U.S. District Judge Myron Thompson ruled that the law would require women to travel to obtain the end of their child’s life, and that because many of them are poor, it causes an undue burden on them to travel.
“A significant number of the women would be prevented from obtaining an abortion; others would be delayed in obtaining abortions, exposing them to greater risks of complications; and even the women who are able to obtain abortions would suffer significant harms in terms of time, financial cost, and invasion of privacy,” Thompson wrote.
Several abortionists including Planned Parenthood had sued to block the law that would have require doctors to have admitting privileges in the event they botch an abortion and cause a critical injury to a woman.
Thompson even suggested that there is no difference between abortion rights and gun rights.
A Mississippi law that would have shut down the state last abortion clinic was ruled unconstitutional by a federal court even though it had the same provisions as other states where the constitutionality was upheld.

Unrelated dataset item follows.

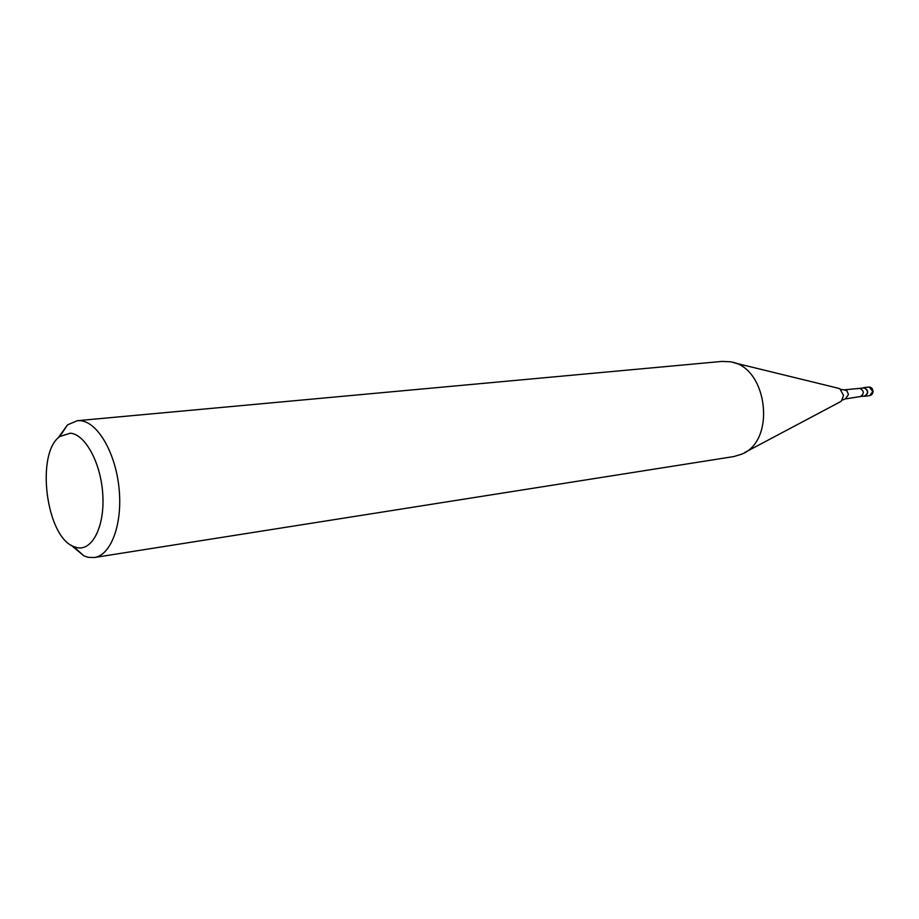 <?xml version="1.0" encoding="UTF-8"?>
<svg xmlns="http://www.w3.org/2000/svg" width="919" height="919" viewBox="0 0 919 919"><rect width="100%" height="100%" fill="white"/><g stroke="black" fill="none" stroke-linecap="round" stroke-linejoin="round"><path stroke-width="1.38" d="M862.39 388.105L864.113 387.646C868.673 390.322 868.869 393.194 864.722 396.284L863.389 396.158M859.483 388.461L859.92 388.438C864.159 390.897 864.365 393.585 860.563 396.514L860.494 396.526M840.77 389.426L844.113 389.863L864.113 387.933C868.363 390.426 868.558 393.114 864.676 395.997L860.529 396.526M844.193 389.851L846.985 390.92L848.455 394.55L845.319 398.926L842.114 400.19M733.546 362.649L838.254 388.232L839.943 388.852L843.55 395.515L841.459 400.948L839.966 401.971L744.758 452.504M57.863 438.271L67.535 424.854L77.322 420.695L722.035 361.408L729.927 361.764C767.457 365.9 776.831 441.017 741.472 454.25L733.902 456.536L94.393 557.511L88.293 557.351L83.893 555.88L71.211 545.254M77.322 420.695L80.298 420.684C97.448 421.821 115.484 452.447 119.033 488.115C122.778 523.784 111.13 555.237 94.393 557.511M77.104 547.644L73.451 546.449C45.973 536.202 35.623 453.251 59.735 436.559L70.338 433.194C85.49 434.319 101.124 463.44 102.813 494.985C104.732 526.553 92.268 551.055 77.104 547.644M863.642 387.657L869.11 387.037L872.797 391.483L869.707 395.641C871.752 395.124 872.866 393.711 873.05 391.425M864.722 396.284L869.707 395.641M873.05 391.402C872.602 388.335 871.132 386.888 868.639 387.048M73.451 546.449L83.893 555.88M59.735 436.559L67.535 424.854M860.563 396.514L845.319 398.926"/></g></svg>

A three judge panel with the 5th Circuit Court of Appeals in New Orleans ruled that the law was unconstitutional because it would mean women would need to travel to another state to kill their babies via abortion. That, the court said, would cause an “undue burden” on the women who wanted to end their child’s life.
The court also said the state is “obligated” to uphold the “right” for women to kill their babies via abortion.
The Mississippi law was modeled on a Texas law that requires all abortion clinics to have abortionists with admitting privileges at a local hospital should a complication arise during the procedure. All hospitals in the area of the Jackson Women’s Health Organization had refused to work with the abortionists.
The judge who dissented in the case said states are not required by the Constitution to provide abortion clinics, but rather to ensure the safety of anyone that wanted to operate a clinic within their state.